Extracted material START
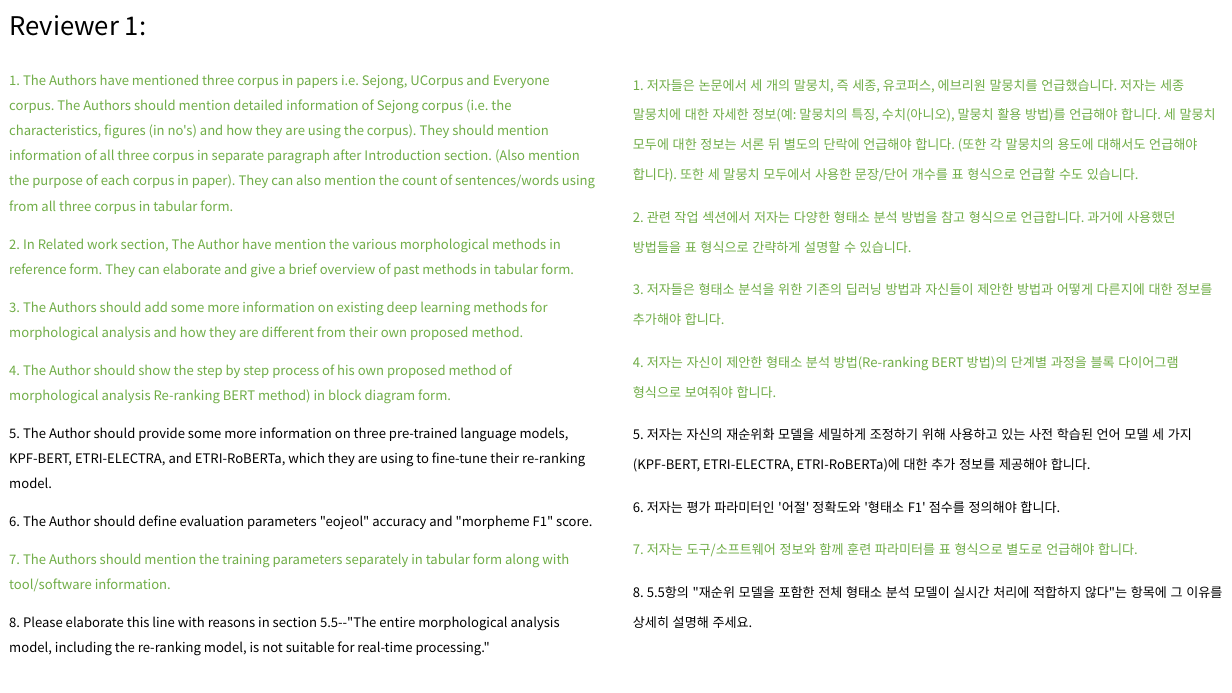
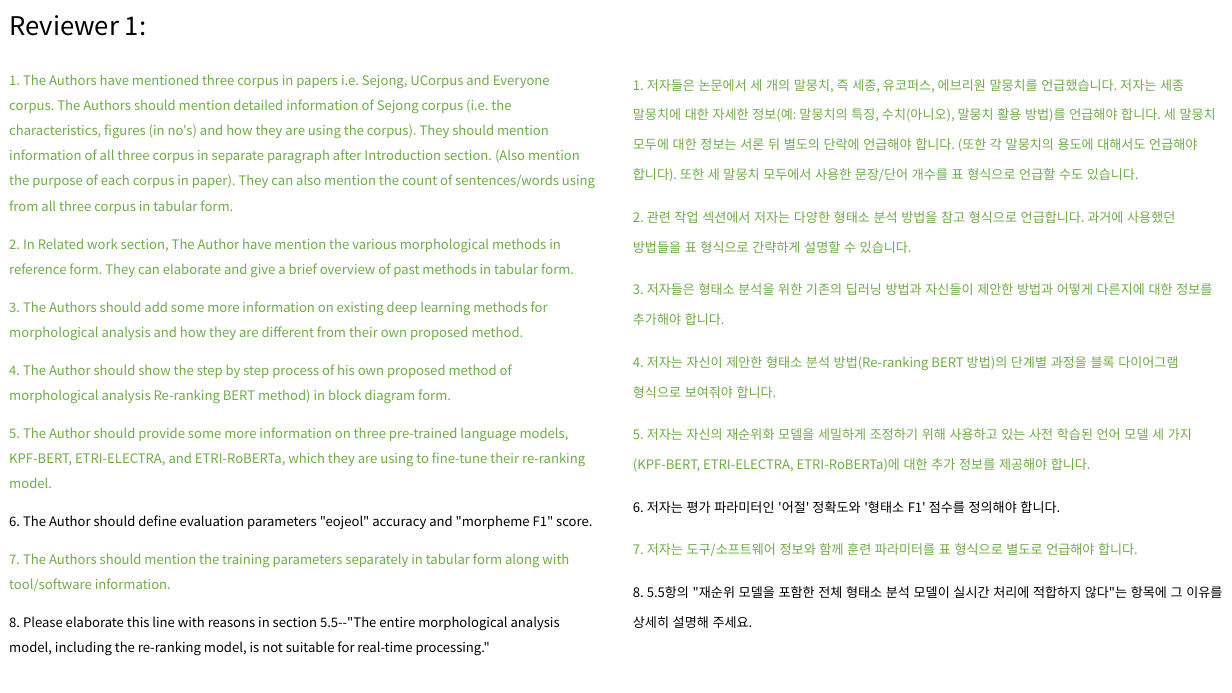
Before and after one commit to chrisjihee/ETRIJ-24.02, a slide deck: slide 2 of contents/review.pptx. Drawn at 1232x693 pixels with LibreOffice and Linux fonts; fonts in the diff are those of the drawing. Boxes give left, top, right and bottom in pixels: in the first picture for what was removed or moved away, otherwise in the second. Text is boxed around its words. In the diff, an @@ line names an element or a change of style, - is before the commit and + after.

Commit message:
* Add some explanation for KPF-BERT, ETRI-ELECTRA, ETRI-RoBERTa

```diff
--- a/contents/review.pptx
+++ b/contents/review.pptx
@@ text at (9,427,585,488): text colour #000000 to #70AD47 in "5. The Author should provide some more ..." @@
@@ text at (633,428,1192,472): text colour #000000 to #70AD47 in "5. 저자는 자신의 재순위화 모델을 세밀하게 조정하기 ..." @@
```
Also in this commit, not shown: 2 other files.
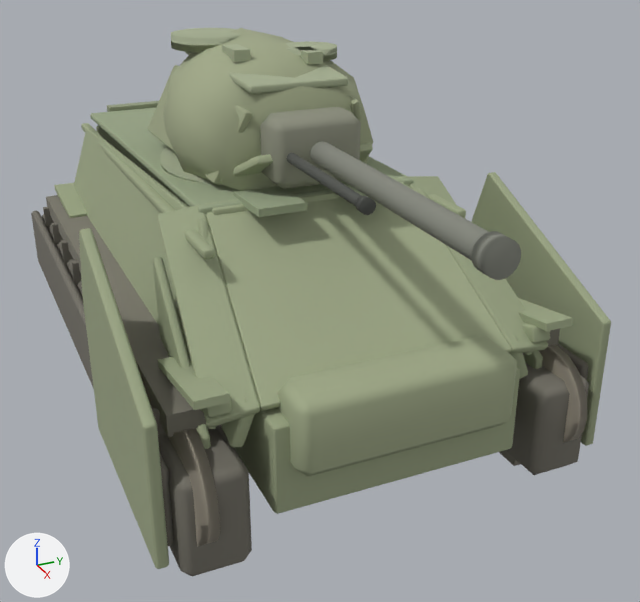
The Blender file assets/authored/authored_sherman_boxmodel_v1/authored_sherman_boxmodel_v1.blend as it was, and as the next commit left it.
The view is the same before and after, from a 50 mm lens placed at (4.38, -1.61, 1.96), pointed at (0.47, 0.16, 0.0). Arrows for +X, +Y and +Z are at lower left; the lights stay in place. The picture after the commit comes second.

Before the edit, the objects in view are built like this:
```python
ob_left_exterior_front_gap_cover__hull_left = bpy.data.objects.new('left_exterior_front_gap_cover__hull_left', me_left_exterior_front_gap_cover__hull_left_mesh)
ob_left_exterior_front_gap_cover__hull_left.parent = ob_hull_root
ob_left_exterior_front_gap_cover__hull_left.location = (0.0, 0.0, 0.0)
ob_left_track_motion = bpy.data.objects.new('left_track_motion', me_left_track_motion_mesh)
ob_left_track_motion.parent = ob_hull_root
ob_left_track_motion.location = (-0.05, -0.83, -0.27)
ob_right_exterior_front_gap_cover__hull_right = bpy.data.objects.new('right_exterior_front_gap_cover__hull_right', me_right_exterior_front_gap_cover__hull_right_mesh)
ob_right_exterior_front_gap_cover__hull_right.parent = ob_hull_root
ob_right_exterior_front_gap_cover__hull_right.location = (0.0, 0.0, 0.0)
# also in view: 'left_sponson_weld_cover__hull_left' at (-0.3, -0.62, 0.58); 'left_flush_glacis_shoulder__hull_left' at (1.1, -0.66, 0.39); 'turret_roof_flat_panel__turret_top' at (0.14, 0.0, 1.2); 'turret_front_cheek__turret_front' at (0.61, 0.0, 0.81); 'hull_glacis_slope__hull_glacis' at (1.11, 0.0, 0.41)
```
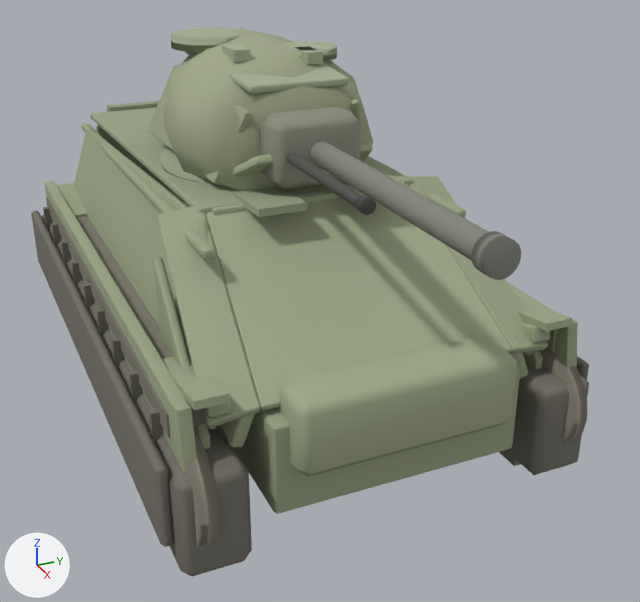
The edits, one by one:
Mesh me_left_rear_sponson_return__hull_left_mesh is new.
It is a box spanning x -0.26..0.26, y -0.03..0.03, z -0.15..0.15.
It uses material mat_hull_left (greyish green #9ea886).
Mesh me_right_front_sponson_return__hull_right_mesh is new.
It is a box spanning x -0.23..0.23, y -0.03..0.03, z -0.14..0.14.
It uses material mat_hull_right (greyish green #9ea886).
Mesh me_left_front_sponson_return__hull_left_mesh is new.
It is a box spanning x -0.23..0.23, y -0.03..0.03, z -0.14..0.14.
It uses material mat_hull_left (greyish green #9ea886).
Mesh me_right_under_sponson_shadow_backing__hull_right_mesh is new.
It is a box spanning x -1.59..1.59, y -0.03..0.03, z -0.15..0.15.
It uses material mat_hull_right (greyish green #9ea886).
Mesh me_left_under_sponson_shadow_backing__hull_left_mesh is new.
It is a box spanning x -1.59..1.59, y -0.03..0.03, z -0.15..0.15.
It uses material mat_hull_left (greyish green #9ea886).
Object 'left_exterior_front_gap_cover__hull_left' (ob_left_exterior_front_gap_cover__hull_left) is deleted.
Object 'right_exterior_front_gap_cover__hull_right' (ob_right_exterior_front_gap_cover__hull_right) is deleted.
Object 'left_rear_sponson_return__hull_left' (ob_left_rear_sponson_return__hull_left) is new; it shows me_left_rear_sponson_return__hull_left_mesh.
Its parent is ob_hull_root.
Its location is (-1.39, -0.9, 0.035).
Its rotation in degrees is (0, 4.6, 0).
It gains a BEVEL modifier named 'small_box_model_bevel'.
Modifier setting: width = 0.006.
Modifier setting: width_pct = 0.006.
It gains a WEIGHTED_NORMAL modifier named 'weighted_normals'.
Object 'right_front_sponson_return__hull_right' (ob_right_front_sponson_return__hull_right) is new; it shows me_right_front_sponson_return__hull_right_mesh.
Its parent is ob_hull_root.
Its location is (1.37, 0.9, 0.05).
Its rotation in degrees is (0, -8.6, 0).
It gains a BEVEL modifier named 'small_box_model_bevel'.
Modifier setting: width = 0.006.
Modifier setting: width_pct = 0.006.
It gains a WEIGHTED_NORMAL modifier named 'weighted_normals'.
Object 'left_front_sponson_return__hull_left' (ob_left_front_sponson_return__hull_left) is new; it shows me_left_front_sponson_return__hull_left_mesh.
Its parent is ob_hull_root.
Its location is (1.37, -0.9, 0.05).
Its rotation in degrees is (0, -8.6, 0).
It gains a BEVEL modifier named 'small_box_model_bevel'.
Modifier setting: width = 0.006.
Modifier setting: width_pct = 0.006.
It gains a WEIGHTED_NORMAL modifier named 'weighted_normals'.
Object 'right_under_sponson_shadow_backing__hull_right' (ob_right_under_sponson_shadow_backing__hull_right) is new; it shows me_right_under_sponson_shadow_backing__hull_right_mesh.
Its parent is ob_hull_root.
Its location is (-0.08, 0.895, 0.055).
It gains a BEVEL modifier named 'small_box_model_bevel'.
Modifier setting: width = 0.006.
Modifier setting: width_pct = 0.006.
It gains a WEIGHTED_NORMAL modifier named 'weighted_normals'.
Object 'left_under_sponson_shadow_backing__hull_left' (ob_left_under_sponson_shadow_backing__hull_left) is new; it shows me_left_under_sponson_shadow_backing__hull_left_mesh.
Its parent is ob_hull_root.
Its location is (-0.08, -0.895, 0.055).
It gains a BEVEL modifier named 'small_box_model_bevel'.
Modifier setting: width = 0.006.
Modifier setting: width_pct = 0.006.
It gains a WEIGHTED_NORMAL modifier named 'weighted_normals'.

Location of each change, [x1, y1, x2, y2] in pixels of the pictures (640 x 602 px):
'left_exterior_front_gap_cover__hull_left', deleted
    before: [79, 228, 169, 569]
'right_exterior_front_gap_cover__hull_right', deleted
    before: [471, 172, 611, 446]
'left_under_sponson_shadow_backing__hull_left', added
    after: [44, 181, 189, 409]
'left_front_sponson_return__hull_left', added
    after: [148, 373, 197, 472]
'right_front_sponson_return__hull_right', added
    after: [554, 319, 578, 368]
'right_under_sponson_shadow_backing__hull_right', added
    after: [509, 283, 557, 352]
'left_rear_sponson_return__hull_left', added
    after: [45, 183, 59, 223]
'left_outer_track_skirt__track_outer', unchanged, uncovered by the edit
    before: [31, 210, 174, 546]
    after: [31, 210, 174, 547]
Extracted material END
■ What the task asks
When a line of the entries contains "some", it counts; say how many such lines there are, and nothing more.

■ Response box
2